A Whole Different Country – Celsius, currency conversion rates, and metric measurements are keeping us on our toes and our math brains active. How fast are we driving; how far we have to travel; comparison 

 

shopping with grams vs. pounds; what is 70 degrees Fahrenheit in Celsius; a liter of gas is how many gallons; then convert Canada dollars to U.S. currency? All reminding us the U.S. was going to convert to metric back in the 1970’s. We are looking for 21.11 degrees Celsius; 50 mph is highway speed in this area; and gas in B.C. is $5.82 per gallon U.S.

May 6, 2022

Basking in Badger Heights

Breathe in the Eastern Washington smells! Sage assaults the senses here much like the smell of salt air at home. It places us far enough from home, but with a familiar sense of welcome, too. The geology of central Washington reminds us of Utah, minus the red coloring of rock – more volcanic but no less rugged. We chose this route and temporary destination of Steamboat Rock State Park for its warmth. Yep, we hit our coveted 70-degree goal and broke out the shorts for the first time in many months! Spring is here with yellow prairie flowers; Canada geese goslings galore (so cute!) and flocks heading north; budding trees; campers to meet and share stories; and quiet. No bugs to speak of (yet). A campground where every spot has a gorgeous view, great trails and birdsong. The prevalence of kildeer in the area remind Dave of the kildeer that used to nest in the area now covered by Winslow Green. His dad would walk the trail through the area and come home telling of the kildeer mimicking a broken wing to draw strangers away from their very vulnerable ground nest. Lots of broken wings here at Steamboat Rock!

After a brief stop at Grand Coulee Dam, taking in the magnitude of construction and the pluses and minuses of altering nature, we settled in for a three day stay at a remote location near Malott, WA.

Our Boondocker hosts moved here a year after the Carlton Complex Fire of 2014. On our walks, we noted evidence of the

fire in the Ponderosa Pines, charred but still standing tall, but the hillsides and valleys seemingly have rebounded and are full of life. We can’t imagine what it may have looked like before and how much was lost for the local residents.

 

May 2, 2022

On the Road Again – Almost to Canada​

The condo is rented; Lena (our van) is packed though slightly disorganized; “until we meet again’s” are done; left on the planned May 1st; and made it as far as Fife, WA, on day one. In town there, we parked in the yard of a “Boondockers Welcome”member who has many miles of RVing under his belt. I think he enjoys sharing his place with fellow travelers to keep him in touch with the RV fellowship. He had a very friendly rescue dog … Frida … who was the very grateful recipient of our first “doggy biscuit” handout. We decided that keeping a supply in the van would help us become friendly with fellow traveler’s canine companions. In turn, that usually encourages more conversation – an ice breaker, of sorts.

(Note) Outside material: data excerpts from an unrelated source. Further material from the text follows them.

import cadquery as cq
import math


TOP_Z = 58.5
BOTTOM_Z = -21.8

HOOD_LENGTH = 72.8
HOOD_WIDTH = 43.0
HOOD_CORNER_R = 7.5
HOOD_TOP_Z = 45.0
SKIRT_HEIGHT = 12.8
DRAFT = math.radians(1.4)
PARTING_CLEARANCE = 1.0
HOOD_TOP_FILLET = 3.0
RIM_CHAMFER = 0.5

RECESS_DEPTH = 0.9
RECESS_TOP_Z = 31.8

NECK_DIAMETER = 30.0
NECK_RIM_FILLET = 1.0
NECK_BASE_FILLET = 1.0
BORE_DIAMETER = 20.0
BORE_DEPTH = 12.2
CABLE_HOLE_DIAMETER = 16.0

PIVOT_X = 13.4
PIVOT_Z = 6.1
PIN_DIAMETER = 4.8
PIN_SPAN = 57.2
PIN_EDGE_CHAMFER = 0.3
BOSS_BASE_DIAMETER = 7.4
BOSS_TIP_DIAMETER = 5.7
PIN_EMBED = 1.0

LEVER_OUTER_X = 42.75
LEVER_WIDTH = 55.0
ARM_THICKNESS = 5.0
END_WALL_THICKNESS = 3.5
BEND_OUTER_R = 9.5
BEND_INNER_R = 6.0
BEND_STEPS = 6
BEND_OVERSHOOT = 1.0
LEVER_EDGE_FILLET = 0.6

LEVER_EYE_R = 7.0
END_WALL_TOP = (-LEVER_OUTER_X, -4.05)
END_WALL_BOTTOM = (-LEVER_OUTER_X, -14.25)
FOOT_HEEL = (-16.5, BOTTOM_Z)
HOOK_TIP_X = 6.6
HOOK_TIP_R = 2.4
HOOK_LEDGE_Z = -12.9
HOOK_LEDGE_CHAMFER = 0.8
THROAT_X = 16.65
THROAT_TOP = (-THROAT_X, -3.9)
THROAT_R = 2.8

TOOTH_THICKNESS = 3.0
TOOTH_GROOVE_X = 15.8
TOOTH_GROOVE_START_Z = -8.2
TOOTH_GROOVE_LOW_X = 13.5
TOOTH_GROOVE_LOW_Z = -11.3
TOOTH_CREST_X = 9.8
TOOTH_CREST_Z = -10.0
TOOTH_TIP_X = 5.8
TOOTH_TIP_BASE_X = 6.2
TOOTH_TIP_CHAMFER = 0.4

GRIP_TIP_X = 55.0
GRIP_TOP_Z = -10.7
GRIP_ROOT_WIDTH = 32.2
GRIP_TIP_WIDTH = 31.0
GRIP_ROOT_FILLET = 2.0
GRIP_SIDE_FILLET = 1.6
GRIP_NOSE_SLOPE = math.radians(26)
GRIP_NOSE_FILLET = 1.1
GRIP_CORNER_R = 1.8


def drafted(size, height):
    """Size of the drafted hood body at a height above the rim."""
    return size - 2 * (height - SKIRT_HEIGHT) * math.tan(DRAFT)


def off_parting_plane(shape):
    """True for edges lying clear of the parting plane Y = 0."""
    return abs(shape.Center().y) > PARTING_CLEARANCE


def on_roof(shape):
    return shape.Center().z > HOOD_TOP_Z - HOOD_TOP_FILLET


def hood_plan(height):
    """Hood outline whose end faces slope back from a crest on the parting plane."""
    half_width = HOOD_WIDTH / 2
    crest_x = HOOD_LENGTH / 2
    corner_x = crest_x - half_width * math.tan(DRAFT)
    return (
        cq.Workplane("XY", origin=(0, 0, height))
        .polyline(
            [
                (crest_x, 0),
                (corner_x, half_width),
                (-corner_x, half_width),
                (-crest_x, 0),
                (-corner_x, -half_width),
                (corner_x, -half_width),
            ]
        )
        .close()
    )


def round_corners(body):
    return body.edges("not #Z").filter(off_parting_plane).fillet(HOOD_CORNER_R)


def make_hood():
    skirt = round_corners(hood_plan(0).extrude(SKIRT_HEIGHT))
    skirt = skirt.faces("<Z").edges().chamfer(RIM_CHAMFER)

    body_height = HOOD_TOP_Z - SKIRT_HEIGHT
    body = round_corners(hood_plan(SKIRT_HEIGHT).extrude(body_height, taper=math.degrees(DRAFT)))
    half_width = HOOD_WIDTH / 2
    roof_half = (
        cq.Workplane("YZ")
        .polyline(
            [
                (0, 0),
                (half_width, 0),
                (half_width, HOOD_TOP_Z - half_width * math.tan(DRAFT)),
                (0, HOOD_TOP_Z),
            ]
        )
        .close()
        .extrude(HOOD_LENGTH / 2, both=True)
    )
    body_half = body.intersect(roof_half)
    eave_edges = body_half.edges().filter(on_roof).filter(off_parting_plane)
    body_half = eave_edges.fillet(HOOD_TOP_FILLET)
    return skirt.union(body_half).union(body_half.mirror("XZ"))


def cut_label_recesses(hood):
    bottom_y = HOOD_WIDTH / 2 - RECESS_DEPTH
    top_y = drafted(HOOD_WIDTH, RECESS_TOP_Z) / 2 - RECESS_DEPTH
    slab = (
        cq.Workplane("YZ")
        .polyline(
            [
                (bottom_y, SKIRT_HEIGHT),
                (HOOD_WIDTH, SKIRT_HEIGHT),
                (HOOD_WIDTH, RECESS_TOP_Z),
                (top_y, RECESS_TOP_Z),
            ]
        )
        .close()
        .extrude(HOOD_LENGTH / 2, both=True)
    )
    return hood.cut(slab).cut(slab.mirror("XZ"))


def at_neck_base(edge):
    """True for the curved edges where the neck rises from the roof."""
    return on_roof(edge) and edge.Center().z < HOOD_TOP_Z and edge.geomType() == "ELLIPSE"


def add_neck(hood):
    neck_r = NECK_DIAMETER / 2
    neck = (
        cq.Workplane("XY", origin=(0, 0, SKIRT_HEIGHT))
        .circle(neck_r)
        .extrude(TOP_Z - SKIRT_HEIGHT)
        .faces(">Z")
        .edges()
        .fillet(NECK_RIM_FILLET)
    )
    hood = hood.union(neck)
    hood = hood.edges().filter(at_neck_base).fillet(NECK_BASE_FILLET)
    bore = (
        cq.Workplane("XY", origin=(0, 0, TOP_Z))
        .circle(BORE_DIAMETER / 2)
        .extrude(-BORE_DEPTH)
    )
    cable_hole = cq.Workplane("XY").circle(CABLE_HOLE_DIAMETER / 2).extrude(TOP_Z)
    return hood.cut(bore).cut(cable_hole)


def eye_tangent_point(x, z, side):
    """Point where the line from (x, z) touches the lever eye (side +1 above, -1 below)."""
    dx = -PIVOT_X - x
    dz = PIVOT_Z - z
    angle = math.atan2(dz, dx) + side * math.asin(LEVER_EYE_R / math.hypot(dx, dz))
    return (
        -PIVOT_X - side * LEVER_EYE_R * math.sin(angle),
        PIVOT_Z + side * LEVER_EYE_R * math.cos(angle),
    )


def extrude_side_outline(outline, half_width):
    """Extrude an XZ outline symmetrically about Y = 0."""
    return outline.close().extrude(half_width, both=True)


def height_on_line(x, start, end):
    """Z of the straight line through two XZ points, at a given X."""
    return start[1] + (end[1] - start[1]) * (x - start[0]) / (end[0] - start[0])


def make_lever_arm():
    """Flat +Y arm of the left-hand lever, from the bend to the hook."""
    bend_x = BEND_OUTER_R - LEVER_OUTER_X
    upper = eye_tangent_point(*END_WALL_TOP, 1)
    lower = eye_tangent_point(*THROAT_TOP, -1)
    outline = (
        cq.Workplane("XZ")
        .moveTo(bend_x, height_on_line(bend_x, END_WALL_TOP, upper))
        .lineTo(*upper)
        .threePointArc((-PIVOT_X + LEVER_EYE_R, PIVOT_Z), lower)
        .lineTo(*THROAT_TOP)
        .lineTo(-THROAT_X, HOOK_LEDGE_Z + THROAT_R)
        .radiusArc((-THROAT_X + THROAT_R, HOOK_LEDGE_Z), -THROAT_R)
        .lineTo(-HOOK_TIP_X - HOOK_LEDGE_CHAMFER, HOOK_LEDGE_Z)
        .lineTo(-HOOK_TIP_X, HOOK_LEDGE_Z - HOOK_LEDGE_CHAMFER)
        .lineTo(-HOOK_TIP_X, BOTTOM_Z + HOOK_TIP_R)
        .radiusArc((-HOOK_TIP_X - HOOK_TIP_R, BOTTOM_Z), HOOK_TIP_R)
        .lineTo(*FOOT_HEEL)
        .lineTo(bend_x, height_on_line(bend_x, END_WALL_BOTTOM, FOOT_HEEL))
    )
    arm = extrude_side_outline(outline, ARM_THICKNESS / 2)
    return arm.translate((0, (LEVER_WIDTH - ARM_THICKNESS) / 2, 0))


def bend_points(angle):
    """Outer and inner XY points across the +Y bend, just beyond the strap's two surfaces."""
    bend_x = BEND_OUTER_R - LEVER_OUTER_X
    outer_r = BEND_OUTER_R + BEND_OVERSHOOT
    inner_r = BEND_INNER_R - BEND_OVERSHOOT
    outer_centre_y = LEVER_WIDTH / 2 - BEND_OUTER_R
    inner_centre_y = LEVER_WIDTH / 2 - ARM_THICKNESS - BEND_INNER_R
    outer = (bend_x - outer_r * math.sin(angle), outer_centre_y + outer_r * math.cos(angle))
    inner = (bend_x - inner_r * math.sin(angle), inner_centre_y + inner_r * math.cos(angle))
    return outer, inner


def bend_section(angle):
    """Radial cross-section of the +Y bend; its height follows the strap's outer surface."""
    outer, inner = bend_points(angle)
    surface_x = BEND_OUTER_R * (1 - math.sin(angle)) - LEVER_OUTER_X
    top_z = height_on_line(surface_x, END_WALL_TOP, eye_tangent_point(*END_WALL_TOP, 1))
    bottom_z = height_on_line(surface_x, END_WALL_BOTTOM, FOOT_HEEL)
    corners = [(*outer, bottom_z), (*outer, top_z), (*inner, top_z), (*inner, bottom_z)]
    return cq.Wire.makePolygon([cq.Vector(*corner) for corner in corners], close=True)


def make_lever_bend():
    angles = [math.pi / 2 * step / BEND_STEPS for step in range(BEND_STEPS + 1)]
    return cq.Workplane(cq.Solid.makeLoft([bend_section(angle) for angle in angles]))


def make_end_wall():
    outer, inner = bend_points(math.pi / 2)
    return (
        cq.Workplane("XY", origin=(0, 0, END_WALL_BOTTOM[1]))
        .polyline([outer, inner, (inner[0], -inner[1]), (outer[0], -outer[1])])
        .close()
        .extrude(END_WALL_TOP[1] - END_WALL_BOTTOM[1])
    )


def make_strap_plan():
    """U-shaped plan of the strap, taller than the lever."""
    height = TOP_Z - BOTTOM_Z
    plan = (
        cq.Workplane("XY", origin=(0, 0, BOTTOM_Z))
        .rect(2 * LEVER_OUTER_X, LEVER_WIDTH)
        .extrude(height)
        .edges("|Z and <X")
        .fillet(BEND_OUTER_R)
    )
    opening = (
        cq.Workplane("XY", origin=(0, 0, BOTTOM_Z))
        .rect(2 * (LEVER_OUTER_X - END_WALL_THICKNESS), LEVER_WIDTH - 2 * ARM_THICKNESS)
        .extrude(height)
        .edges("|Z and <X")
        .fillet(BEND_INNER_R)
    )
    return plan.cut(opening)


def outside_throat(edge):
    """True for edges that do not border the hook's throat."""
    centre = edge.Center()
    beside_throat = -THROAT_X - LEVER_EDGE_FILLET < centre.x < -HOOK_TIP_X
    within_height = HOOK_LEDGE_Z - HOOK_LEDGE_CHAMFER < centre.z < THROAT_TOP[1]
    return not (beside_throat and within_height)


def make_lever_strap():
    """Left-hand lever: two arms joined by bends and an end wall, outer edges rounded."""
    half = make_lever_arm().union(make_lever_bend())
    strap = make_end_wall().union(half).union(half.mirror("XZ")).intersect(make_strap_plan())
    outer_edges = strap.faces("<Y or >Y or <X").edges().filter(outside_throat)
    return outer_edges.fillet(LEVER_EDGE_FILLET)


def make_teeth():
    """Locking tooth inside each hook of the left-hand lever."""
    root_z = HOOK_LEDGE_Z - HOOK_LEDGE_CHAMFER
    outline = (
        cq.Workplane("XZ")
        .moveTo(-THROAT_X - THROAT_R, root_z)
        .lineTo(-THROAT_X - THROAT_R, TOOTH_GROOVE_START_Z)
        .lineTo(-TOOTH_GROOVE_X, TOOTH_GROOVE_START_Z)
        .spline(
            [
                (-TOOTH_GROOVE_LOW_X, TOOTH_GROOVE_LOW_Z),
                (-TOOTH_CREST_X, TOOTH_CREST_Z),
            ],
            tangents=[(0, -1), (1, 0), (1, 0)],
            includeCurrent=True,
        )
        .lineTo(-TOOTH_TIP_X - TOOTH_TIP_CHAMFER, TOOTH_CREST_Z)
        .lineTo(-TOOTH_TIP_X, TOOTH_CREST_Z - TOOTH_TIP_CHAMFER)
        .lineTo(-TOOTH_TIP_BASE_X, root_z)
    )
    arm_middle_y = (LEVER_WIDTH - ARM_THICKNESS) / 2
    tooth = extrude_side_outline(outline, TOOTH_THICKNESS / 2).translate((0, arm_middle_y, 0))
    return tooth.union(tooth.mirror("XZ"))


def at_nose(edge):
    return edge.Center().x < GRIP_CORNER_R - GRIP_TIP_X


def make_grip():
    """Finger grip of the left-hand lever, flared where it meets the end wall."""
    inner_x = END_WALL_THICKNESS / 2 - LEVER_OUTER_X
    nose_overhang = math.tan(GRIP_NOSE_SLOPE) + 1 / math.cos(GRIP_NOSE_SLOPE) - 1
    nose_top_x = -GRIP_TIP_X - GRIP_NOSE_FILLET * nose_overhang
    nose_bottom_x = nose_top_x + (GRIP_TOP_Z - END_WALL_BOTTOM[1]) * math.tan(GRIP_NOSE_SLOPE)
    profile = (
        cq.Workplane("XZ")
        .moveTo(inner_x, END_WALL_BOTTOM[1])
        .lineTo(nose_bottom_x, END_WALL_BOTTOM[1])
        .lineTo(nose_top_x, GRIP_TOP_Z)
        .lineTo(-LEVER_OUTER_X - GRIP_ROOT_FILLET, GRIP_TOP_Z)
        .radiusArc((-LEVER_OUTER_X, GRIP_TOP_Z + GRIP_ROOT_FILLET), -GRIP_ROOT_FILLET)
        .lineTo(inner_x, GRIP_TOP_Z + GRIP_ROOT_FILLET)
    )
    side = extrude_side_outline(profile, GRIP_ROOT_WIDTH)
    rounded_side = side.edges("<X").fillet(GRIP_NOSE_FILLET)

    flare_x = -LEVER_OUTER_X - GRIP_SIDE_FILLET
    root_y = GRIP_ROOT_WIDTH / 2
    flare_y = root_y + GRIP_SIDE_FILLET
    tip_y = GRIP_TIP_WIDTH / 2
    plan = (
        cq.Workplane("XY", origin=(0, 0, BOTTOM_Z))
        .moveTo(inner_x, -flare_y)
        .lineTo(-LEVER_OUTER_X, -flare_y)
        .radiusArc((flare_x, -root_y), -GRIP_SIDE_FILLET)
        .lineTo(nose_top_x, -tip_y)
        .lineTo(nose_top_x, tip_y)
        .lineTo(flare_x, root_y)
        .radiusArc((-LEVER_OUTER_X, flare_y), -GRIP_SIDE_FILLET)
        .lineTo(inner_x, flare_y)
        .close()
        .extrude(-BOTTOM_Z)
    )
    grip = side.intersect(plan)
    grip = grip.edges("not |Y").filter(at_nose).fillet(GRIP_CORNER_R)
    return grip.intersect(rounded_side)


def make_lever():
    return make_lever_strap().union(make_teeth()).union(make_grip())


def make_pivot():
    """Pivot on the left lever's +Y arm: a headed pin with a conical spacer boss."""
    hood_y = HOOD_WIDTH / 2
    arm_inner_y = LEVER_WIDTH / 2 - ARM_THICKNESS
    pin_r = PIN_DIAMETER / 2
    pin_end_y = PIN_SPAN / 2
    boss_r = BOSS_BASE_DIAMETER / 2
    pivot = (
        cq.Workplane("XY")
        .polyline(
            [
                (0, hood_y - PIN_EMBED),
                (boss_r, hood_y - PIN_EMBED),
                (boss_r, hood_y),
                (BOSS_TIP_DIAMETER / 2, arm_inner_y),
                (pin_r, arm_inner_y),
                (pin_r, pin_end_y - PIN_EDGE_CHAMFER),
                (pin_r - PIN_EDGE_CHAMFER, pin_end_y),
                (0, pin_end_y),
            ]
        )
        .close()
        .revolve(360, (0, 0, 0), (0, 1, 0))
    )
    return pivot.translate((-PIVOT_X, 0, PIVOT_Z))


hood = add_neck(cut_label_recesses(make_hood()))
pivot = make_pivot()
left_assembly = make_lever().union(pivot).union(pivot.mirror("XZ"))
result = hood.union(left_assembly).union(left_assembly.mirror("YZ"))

Though we are still in familiar territory there is always something new to us. We are expecting to enter Canada via Oroville, WA, and into Osoyoos, BC, around May 9. So, we are forcing ourselves to sloooooow down. We want to take the time to experience each new surrounding, and pause to appreciate each moment.

Driving from Fife up to Snoqualmie Pass, that slow-down mentality was tested as we crawled in a traffic slowdown over the pass – nearly all the way to Cle Elum – had the best slow down view of Keechelus Lake. A brewery in Cle Elum was our destination, so the slow pace was just fine. The Dru Bru Taproom and Brewery offered a great view of the mountains. Unfortunately, we had to park a little too far away to take advantage of the free wi-fi. But, we opted to have dinner inside, try the cranberry cider, and get some blogging done while the Stanley Cup playoffs filled the walls with multiple screens. Still cool up here at the pass, but we will be warm and cozy in Lena for the night!